But using namecoin with DNS allows for duplicate and erroneous entries in one
or the other. (DNS record != Namecoin record).

Currently most namecoin advocates pretend the former is the case. And it
isn't, because have DNS currently. Namecoin is a complete re-invention of the
system. Not a iterative improvement.

My issue is that in its current state one can make a namecoin entry that is
correct as far as namecoin is concerned, and incorrect as far as DNSSEC or
standard DNS is concerned. Thus rendering the system in a weird state.

------
pilif
_> As are subject to various checks and balances, including third-party
qualified audits through WebTrust or ETSI and strict criteria set forth by
leading browsers, before they are accepted in browser root stores._

yes. And in cases like DigiNotar and other less famous CA (and intermediate)
compromises, we've seen how well that works.

------
AlyssaRowan
The big elephant in the room is the intermediate certificates; conveniently
unaddressed in this glib "everything's fine" piece.

Everything's _not_ fine. We're only just beginning to tackle deep-seated
problems in TLS and improve things, but we're probably stuck with some of the
most regrettable decisions, like x.509 and the CAs.
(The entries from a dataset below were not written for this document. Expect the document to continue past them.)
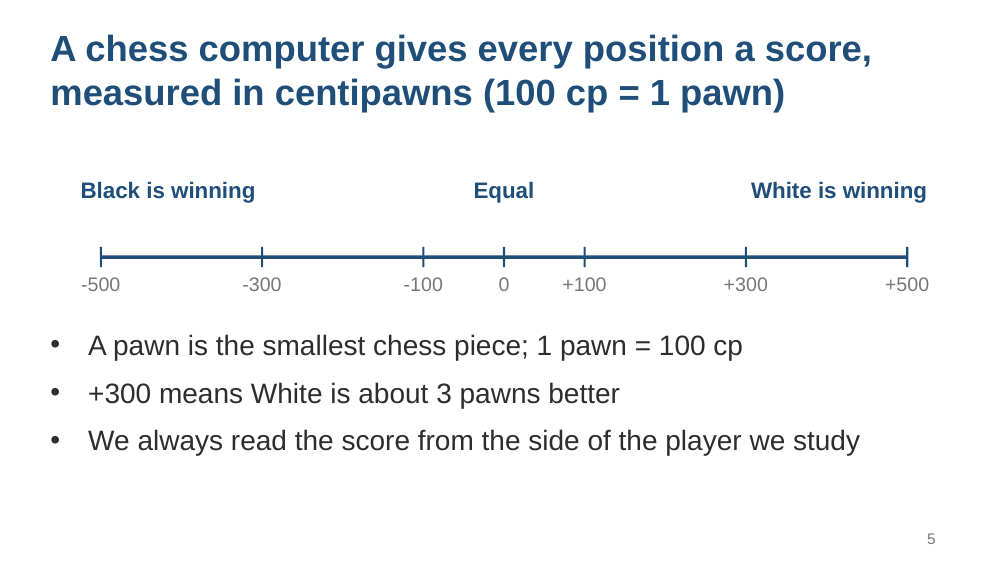
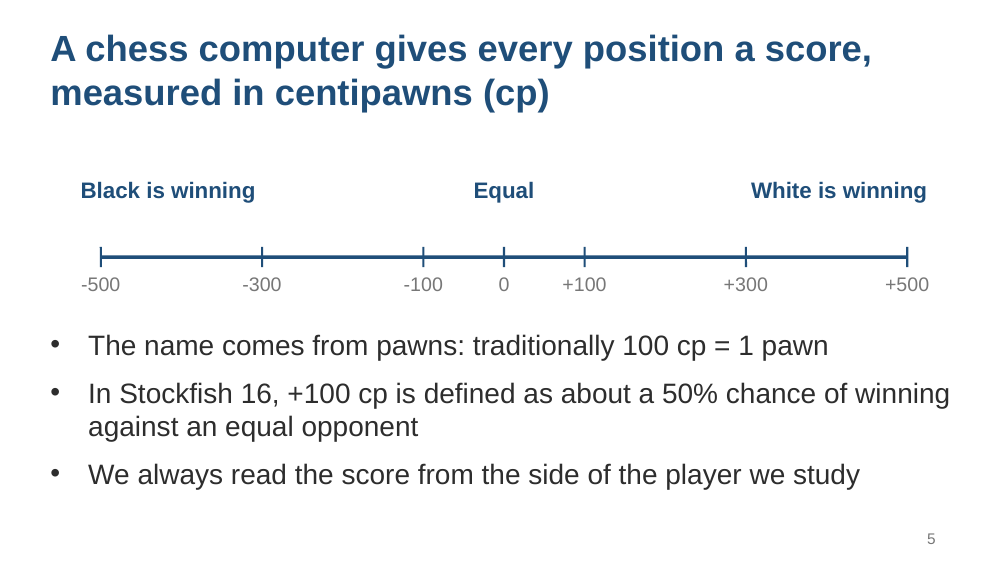
Before and after one commit to KaranaGulati/ContinuedLearningResearch, a slide deck: slide 5 of slides/study2-final.pptx. Drawn at 1008x567 pixels with LibreOffice and Linux fonts; fonts in the diff are those of the drawing. Boxes give left, top, right and bottom in pixels: in the first picture for what was removed or moved away, otherwise in the second. Text is boxed around its words. In the diff, an @@ line names an element or a change of style, - is before the commit and + after.

```diff
--- a/slides/study2-final.pptx
+++ b/slides/study2-final.pptx
@@ title at [50,34,872,112]: text changed @@
-A chess computer gives every position a score, measured in centipawns (100 cp = 1 pawn)
+A chess computer gives every position a score, measured in centipawns (cp)
@@ text at [88,334,950,441]: text changed @@
-• A pawn is the smallest chess piece; 1 pawn = 100 cp
-• +300 means White is about 3 pawns better
+• The name comes from pawns: traditionally 100 cp = 1 pawn
+• In Stockfish 16, +100 cp is defined as about a 50% chance of winning against an equal opponent
```
Also in this commit, not shown: 1 other slide changed, 2 slides added, 1 other file.

We need Certificate Transparency most of all for intermediates. The roots may
be small in number, and many of them a little outdated, but the number of
still-unaccounted-for intermediates worries me. How many have no path and/or
usage restriction? Who has them? Are _they_ all regulated? Because they should
be. Some are likely in the hands of attackers. We should be accounting for
them all.

The CA model, as it stands today, is inferior to DNSSEC for DV. Yes, under
DNSSEC, those above you in the chain of authority can fake DNS responses, but
at least no-one _else_ can. If the DNS root is removed from the control of a
potential attacker (not that they'd ever get away with it, but still) then I
view DANE pinning as strictly superior to DV certificates (although still not
perfect, but nor is DNS). The CA model may still have use with EV.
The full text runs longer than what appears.